Instructions to follow:
Count the lines in the data below that have "this" in them, and reply with only that number.

Collection entries:
*****

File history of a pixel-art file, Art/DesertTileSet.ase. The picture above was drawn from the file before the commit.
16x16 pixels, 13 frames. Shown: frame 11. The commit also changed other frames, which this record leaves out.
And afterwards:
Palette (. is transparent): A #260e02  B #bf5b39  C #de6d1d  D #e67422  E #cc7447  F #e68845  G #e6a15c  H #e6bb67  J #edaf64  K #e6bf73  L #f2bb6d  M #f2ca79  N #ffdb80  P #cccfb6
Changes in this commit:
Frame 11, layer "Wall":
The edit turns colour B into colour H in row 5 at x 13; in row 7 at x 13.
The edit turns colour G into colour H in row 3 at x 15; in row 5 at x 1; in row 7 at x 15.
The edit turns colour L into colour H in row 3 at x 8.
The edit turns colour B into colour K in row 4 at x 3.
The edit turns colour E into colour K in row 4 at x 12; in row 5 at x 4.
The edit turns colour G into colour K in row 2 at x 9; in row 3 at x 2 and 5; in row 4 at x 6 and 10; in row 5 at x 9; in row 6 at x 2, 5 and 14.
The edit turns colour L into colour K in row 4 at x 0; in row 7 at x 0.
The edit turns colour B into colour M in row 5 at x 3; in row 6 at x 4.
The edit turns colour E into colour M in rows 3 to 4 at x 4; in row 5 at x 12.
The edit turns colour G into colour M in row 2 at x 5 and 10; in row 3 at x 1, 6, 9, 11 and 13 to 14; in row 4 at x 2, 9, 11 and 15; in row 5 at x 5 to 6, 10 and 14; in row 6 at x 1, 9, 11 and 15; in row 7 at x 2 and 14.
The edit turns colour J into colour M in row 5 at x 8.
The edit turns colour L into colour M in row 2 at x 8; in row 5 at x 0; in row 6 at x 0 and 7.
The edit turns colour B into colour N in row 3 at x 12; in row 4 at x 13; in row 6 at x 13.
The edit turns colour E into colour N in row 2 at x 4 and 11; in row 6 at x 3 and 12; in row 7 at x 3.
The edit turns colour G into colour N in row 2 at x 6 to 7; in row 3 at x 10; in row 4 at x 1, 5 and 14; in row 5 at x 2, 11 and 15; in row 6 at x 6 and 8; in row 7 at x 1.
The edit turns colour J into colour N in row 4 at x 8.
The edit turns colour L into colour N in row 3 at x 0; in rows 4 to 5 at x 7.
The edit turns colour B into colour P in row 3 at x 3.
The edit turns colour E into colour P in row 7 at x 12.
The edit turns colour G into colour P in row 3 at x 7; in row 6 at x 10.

*****

Task answer:
2